We traverse the array once only and perform binary seach every time so
complexity nlogn

Ex array
2,1,8,12,10,15,13,25

I took deque as data structure so that I can insert and remove elements
from both ends and also access any  in between element in O(1)

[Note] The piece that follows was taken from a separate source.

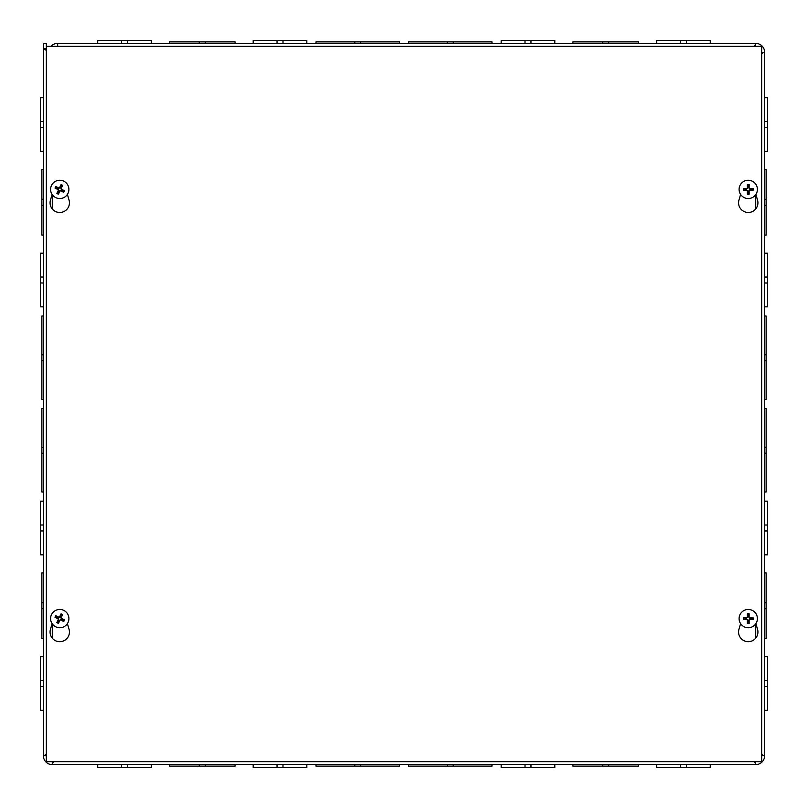 <?xml version="1.0" encoding="UTF-8"?>
<svg xmlns="http://www.w3.org/2000/svg" width="808" height="808" viewBox="0 0 808 808"><rect width="100%" height="100%" fill="white"/><g stroke="black" fill="none" stroke-linecap="round" stroke-linejoin="round"><path stroke-width="1.21" d="M408.535 764.641L408.535 766.125L447.279 766.125L447.279 764.641L453.238 764.641L453.238 766.125L491.981 766.125L491.981 764.641M57.661 46.339L57.661 43.359L755.722 43.359A8.918 8.918 0 0 1 764.641 52.278L764.641 755.722A8.918 8.918 0 0 1 755.722 764.641L52.278 764.641L53.409 761.661M169.488 764.641L169.488 766.125L205.252 766.125L205.252 764.641M199.293 766.125L199.293 764.641M205.252 766.125L235.067 766.125L235.067 764.641M316.019 764.641L316.019 766.125L360.721 766.125L360.721 764.641M354.762 766.125L354.762 764.641M360.721 766.125L399.465 766.125L399.465 764.641M46.339 754.591L43.359 755.722L43.359 43.359L46.309 43.359L46.339 48.45M43.359 169.488L41.875 169.488L41.875 205.252L43.359 205.252M41.875 205.252L41.875 235.067L43.359 235.067M41.875 199.293L43.359 199.293L41.875 199.293M43.359 316.019L41.875 316.019L41.875 360.721L43.359 360.721M41.875 360.721L41.875 399.465L43.359 399.465M43.359 354.762L41.875 354.762M764.641 710.283L764.641 656.631L767.6 656.631L767.6 710.283L764.641 710.283L764.641 755.278M764.641 530.977L764.641 501.162L767.6 501.162L767.6 554.813L764.641 554.813L764.641 530.977L767.6 530.977M764.641 127.533L764.641 97.718L767.6 97.718L767.6 151.369L764.641 151.369L764.641 127.533L767.6 127.533L764.641 127.533M764.641 501.162L764.641 169.488L766.125 169.488L766.125 199.303L764.641 199.303M764.641 54.187L764.641 97.718M764.641 151.369L764.641 169.488M764.641 554.813L764.641 572.933L766.125 572.933L766.125 602.748L764.641 602.748L764.641 572.933M764.641 602.748L764.641 656.631M764.641 638.512L766.125 638.512L766.125 602.748M764.641 608.707L766.125 608.707M764.641 491.981L766.125 491.981L766.125 447.279L764.641 447.279M766.125 447.279L766.125 408.535L764.641 408.535M764.641 453.238L766.125 453.238M686.436 40.4L710.283 40.4L710.283 43.359L686.436 43.359L686.436 40.4L656.631 40.4L656.631 43.359L680.467 43.359L680.467 40.4M525.008 40.4L525.008 43.359L501.162 43.359L501.162 40.4L554.813 40.4L554.813 43.359M453.238 41.875L491.981 41.875L491.981 43.359L453.238 43.359L453.238 41.875L447.279 41.875L447.279 43.359M638.512 43.359L638.512 41.875L608.707 41.875L608.707 43.359L572.933 43.359L572.933 41.875L602.748 41.875L602.748 43.359M608.707 43.359L608.707 41.875L602.748 41.875M447.279 41.875L408.535 41.875L408.535 43.359M46.339 47.177L46.309 46.672M46.339 755.611L46.309 755.722A5.959 5.959 0 0 0 46.339 756.258M51.742 761.661A5.959 5.959 0 0 0 52.278 761.692L52.389 761.661M761.661 756.258A5.959 5.959 0 0 0 761.692 755.722L764.641 755.722L761.661 754.591M761.661 53.399L764.641 52.278L761.661 52.389M46.309 48.419L43.359 48.419L46.339 50.409M46.309 755.722L43.359 755.722A8.918 8.918 0 0 0 52.278 764.641L52.278 761.692M754.591 761.661L755.722 764.641L755.611 761.661M754.591 46.339L755.722 43.359L755.611 46.339M761.692 52.278A5.959 5.959 0 0 0 761.661 51.742M756.258 46.339A5.959 5.959 0 0 0 755.722 46.309M57.661 46.309A5.959 5.959 0 0 0 57.126 46.339M51.005 46.339A8.918 8.918 0 0 1 57.661 43.359M755.722 761.692A5.959 5.959 0 0 0 756.258 761.661M764.641 360.721L766.125 360.721L766.125 316.019L764.641 316.019M764.641 399.465L766.125 399.465L766.125 360.721M766.125 354.762L764.641 354.762M764.641 205.262L766.125 205.262L766.125 199.303M764.641 235.067L766.125 235.067L766.125 205.262M43.359 447.279L41.875 447.279L41.875 491.981L43.359 491.981M43.359 408.535L41.875 408.535L41.875 447.279M41.875 453.238L43.359 453.238M43.359 602.738L41.875 602.738L43.359 602.738M43.359 572.933L41.875 572.933L41.875 638.512L43.359 638.512M41.875 608.697L43.359 608.697M360.721 43.359L360.721 41.875L360.721 43.359M399.465 43.359L399.465 41.875L316.019 41.875L316.019 43.359M354.762 41.875L354.762 43.359M205.262 43.359L205.262 41.875L205.262 43.359M235.067 43.359L235.067 41.875L169.488 41.875L169.488 43.359M199.303 41.875L199.303 43.359M447.279 766.125L453.238 766.125M572.933 764.641L572.933 766.125L638.512 766.125L638.512 764.641M608.697 766.125L608.697 764.641M602.738 766.125L602.738 764.641M97.718 764.641L97.718 767.6L151.369 767.6L151.369 764.641M121.564 764.641L121.564 767.6M127.523 764.641L127.523 767.6M253.187 764.641L253.187 767.6L306.838 767.6L306.838 764.641M277.033 764.641L277.033 767.6M282.992 764.641L282.992 767.6M501.162 764.641L501.162 767.6L554.813 767.6L554.813 764.641M525.008 764.641L525.008 767.6L525.008 764.641M530.967 764.641L530.967 767.6M656.631 764.641L656.631 767.6L710.283 767.6L710.283 764.641M680.467 764.641L680.467 767.6M686.436 764.641L686.436 767.6M530.977 43.359L530.977 40.4L530.977 43.359M306.838 43.359L306.838 40.4L253.187 40.4L253.187 43.359M277.023 43.359L277.023 40.4M283.002 43.359L283.002 40.4M151.369 43.359L151.369 40.4L97.718 40.4L97.718 43.359M121.564 43.359L121.564 40.4M127.533 43.359L127.533 40.4M43.359 97.718L40.4 97.718L40.4 151.369L43.359 151.369M43.359 121.564L40.4 121.564L43.359 121.564M43.359 127.533L40.4 127.533M43.359 253.187L40.4 253.187L40.4 306.838L43.359 306.838M43.359 277.023L40.4 277.023L43.359 277.023M43.359 282.992L40.4 282.992M43.359 501.162L40.4 501.162L40.4 554.813L43.359 554.813M43.359 530.977L40.4 530.977M43.359 524.998L40.4 524.998M43.359 656.631L40.4 656.631L40.4 710.283L43.359 710.283M43.359 686.436L40.4 686.436M43.359 680.467L40.4 680.467M764.641 680.467L767.6 680.467M764.641 686.436L767.6 686.436M764.641 525.008L767.6 525.008M764.641 306.838L767.6 306.838L767.6 253.187L764.641 253.187M764.641 277.023L767.6 277.023M764.641 283.002L767.6 283.002M764.641 121.564L767.6 121.564M755.904 623.625L757.55 629.311A9.676 9.676 0 0 1 748.248 641.683A9.676 9.676 0 0 1 738.946 629.311L740.593 623.625M67.407 623.625L69.054 629.311A9.676 9.676 0 0 1 59.752 641.683A9.676 9.676 0 0 1 50.45 629.311L52.096 623.625M755.904 194.425L757.55 200.111A9.676 9.676 0 0 1 748.248 212.484A9.676 9.676 0 0 1 738.946 200.111L740.593 194.425M67.407 194.425L69.054 200.111A9.676 9.676 0 0 1 59.752 212.484A9.676 9.676 0 0 1 50.45 200.111L52.096 194.425M761.661 46.339L761.661 761.661L46.339 761.661L46.339 46.339L761.661 46.339M61.6 616.12A3.091 3.091 0 0 0 60.529 615.605L61.044 613.868A12.11 1.06 114.1 0 0 59.62 616.857L58.762 617.16A12.11 1.06 -152.7 0 0 55.782 615.706L57.267 616.746A3.091 3.091 0 0 0 56.762 617.817L58.166 618.362L58.661 619.766L56.863 622.564A4.909 4.909 0 0 0 58.459 623.332A12.11 1.06 -65.9 0 0 59.883 620.342L60.741 620.039A12.11 1.06 27.3 0 0 63.721 621.483L62.226 620.443A3.091 3.091 0 0 0 62.741 619.383L61.327 618.827L60.842 617.433L62.64 614.635A4.909 4.909 0 0 0 61.044 613.868M56.762 617.817L55.015 617.302A12.11 1.06 24.1 0 0 58.004 618.726L58.307 619.585A12.11 1.06 117.3 0 0 56.863 622.564M55.782 615.706A4.909 4.909 0 0 0 55.015 617.302M57.903 621.079A3.091 3.091 0 0 0 58.964 621.594L58.459 623.332M62.741 619.383L64.478 619.888A12.11 1.06 -155.9 0 0 61.489 618.474L61.196 617.615A12.11 1.06 -62.7 0 0 62.64 614.635M63.721 621.483A4.909 4.909 0 0 0 64.478 619.888M58.964 621.594L59.519 620.18L60.913 619.685L62.226 620.443M60.529 615.605L59.984 617.019L58.58 617.504L57.267 616.746M63.721 610.343A9.161 9.161 0 0 1 64.913 626.16A9.161 9.161 0 0 1 50.621 619.292A9.161 9.161 0 0 1 63.721 610.343M748.844 615.565A3.091 3.091 0 0 0 747.663 615.565L747.37 613.767A12.11 1.06 88.4 0 0 747.38 617.08L746.733 617.726A12.11 1.06 -178.4 0 0 743.421 617.716L745.218 618.009A3.091 3.091 0 0 0 745.218 619.191L746.723 619.08L747.774 620.12L747.37 623.423A4.909 4.909 0 0 0 749.137 623.423A12.11 1.06 -91.6 0 0 749.117 620.11L749.763 619.473A12.11 1.06 1.6 0 0 753.076 619.484L751.288 619.191A3.091 3.091 0 0 0 751.288 618.009L749.774 618.12L748.723 617.07L749.137 613.767A4.909 4.909 0 0 0 747.37 613.767M745.218 619.191L743.421 619.484A12.11 1.06 -1.6 0 0 746.733 619.473L747.38 620.11A12.11 1.06 91.6 0 0 747.37 623.423M743.421 617.716A4.909 4.909 0 0 0 743.421 619.484M747.663 621.635A3.091 3.091 0 0 0 748.844 621.635L749.137 623.423M751.288 618.009L753.076 617.716A12.11 1.06 178.4 0 0 749.763 617.726L749.117 617.08A12.11 1.06 -88.4 0 0 749.137 613.767M753.076 619.484A4.909 4.909 0 0 0 753.076 617.716M748.844 621.635L748.723 620.12L749.774 619.08L751.288 619.191M747.663 615.565L747.774 617.07L746.723 618.12L745.218 618.009M748.248 609.444A9.161 9.161 0 0 1 756.177 623.18A9.161 9.161 0 0 1 740.32 623.18A9.161 9.161 0 0 1 748.248 609.444M61.6 186.921A3.091 3.091 0 0 0 60.529 186.406L61.044 184.668A12.11 1.06 114.1 0 0 59.62 187.658L58.762 187.961A12.11 1.06 -152.7 0 0 55.782 186.517L57.267 187.557A3.091 3.091 0 0 0 56.762 188.618L58.166 189.173L58.661 190.567L56.863 193.364A4.909 4.909 0 0 0 58.459 194.132A12.11 1.06 -65.9 0 0 59.883 191.143L60.741 190.839A12.11 1.06 27.3 0 0 63.721 192.294L62.226 191.254A3.091 3.091 0 0 0 62.741 190.183L61.327 189.638L60.842 188.234L62.64 185.436A4.909 4.909 0 0 0 61.044 184.668M56.762 188.618L55.015 188.113A12.11 1.06 24.1 0 0 58.004 189.526L58.307 190.385A12.11 1.06 117.3 0 0 56.863 193.364M55.782 186.517A4.909 4.909 0 0 0 55.015 188.113M57.903 191.88A3.091 3.091 0 0 0 58.964 192.395L58.459 194.132M62.741 190.183L64.478 190.698A12.11 1.06 -155.9 0 0 61.489 189.274L61.196 188.416A12.11 1.06 -62.7 0 0 62.64 185.436M63.721 192.294A4.909 4.909 0 0 0 64.478 190.698M58.964 192.395L59.519 190.981L60.913 190.496L62.226 191.254M60.529 186.406L59.984 187.82L58.58 188.314L57.267 187.557M63.721 181.154A9.161 9.161 0 0 1 64.913 196.96A9.161 9.161 0 0 1 50.621 190.092A9.161 9.161 0 0 1 63.721 181.154M748.844 186.365A3.091 3.091 0 0 0 747.663 186.365L747.37 184.578A12.11 1.06 88.4 0 0 747.38 187.89L746.733 188.527A12.11 1.06 -178.4 0 0 743.421 188.517L745.218 188.809A3.091 3.091 0 0 0 745.218 189.991L746.723 189.88L747.774 190.93L747.37 194.233A4.909 4.909 0 0 0 749.137 194.233A12.11 1.06 -91.6 0 0 749.117 190.92L749.763 190.274A12.11 1.06 1.6 0 0 753.076 190.284L751.288 189.991A3.091 3.091 0 0 0 751.288 188.809L749.774 188.921L748.723 187.88L749.137 184.578A4.909 4.909 0 0 0 747.37 184.578M745.218 189.991L743.421 190.284A12.11 1.06 -1.6 0 0 746.733 190.274L747.38 190.92A12.11 1.06 91.6 0 0 747.37 194.233M743.421 188.517A4.909 4.909 0 0 0 743.421 190.284M747.663 192.435A3.091 3.091 0 0 0 748.844 192.435L749.137 194.233M751.288 188.809L753.076 188.517A12.11 1.06 178.4 0 0 749.763 188.527L749.117 187.89A12.11 1.06 -88.4 0 0 749.137 184.578M753.076 190.284A4.909 4.909 0 0 0 753.076 188.517M748.844 192.435L748.723 190.93L749.774 189.88L751.288 189.991M747.663 186.365L747.774 187.88L746.723 188.921L745.218 188.809M748.248 180.245A9.161 9.161 0 0 1 756.177 193.981A9.161 9.161 0 0 1 740.32 193.981A9.161 9.161 0 0 1 748.248 180.245M755.722 638.148L755.722 623.887M755.722 208.959L755.722 194.688M52.278 194.688L52.278 208.959M52.278 623.887L52.278 638.148M60.852 614.343A4.393 4.393 0 0 1 62.388 615.08M55.489 617.494A4.393 4.393 0 0 1 56.227 615.959M58.651 622.857A4.393 4.393 0 0 1 57.115 622.12M64.004 619.696A4.393 4.393 0 0 1 63.266 621.241M747.4 614.282A4.393 4.393 0 0 1 749.107 614.282M743.936 619.453A4.393 4.393 0 0 1 743.936 617.746M749.107 622.907A4.393 4.393 0 0 1 747.4 622.907M752.561 617.746A4.393 4.393 0 0 1 752.561 619.453M60.852 185.143A4.393 4.393 0 0 1 62.388 185.88M55.489 188.304A4.393 4.393 0 0 1 56.227 186.759M58.651 193.657A4.393 4.393 0 0 1 57.115 192.92M64.004 190.506A4.393 4.393 0 0 1 63.266 192.041M747.4 185.093A4.393 4.393 0 0 1 749.107 185.093M743.936 190.254A4.393 4.393 0 0 1 743.936 188.547M749.107 193.718A4.393 4.393 0 0 1 747.4 193.718M752.561 188.547A4.393 4.393 0 0 1 752.561 190.254"/></g></svg>

So Initially declare maxLen=INT_MIN

now 2 comes with index i=0

Since deque is empty we put its  index -> Deque -> 0

Now next element is 1
We compare front of deque with 1 -> 2-1 =1 .Its less than 7 so we insert it
into correct position in deque using Binary Search

     Deque ->1,0
Now 8 comes -Again 8-1 ==7 So we again put it in

Deque - > 1,0,2

Now comes 12
Now 12-1>7 So it cant be part of Sequence . So we need to remove the
elements . The deque will always contain elements which can be part of the
sequence

Before removing we update the maxLen= max(INT_MIN,deque.size()) so it
becomes 3 for Now

And now we remove elements from start of the deque until deque.front()-12
<=7
So deque becomes 2
Now insert 12 's index i.e 3 in correct position  Deque -> 2,3

Now comes 10 ..It will be part of the sequence So insert it in

Deque ->  2,4,3
Now comes 15 .. Insert it as well

Dequeu-> 2,4,3,5
13 comes

Dequeue-> 2,4,3,6,5
Now comes 25

Update Max len=5 and start removing
Deque will only have 1 now

Now we are done with array

So we return 5

I wrote the code for this and it worked on few cases .I am sharing it below
, but I guess the idea is cleared as I stated above.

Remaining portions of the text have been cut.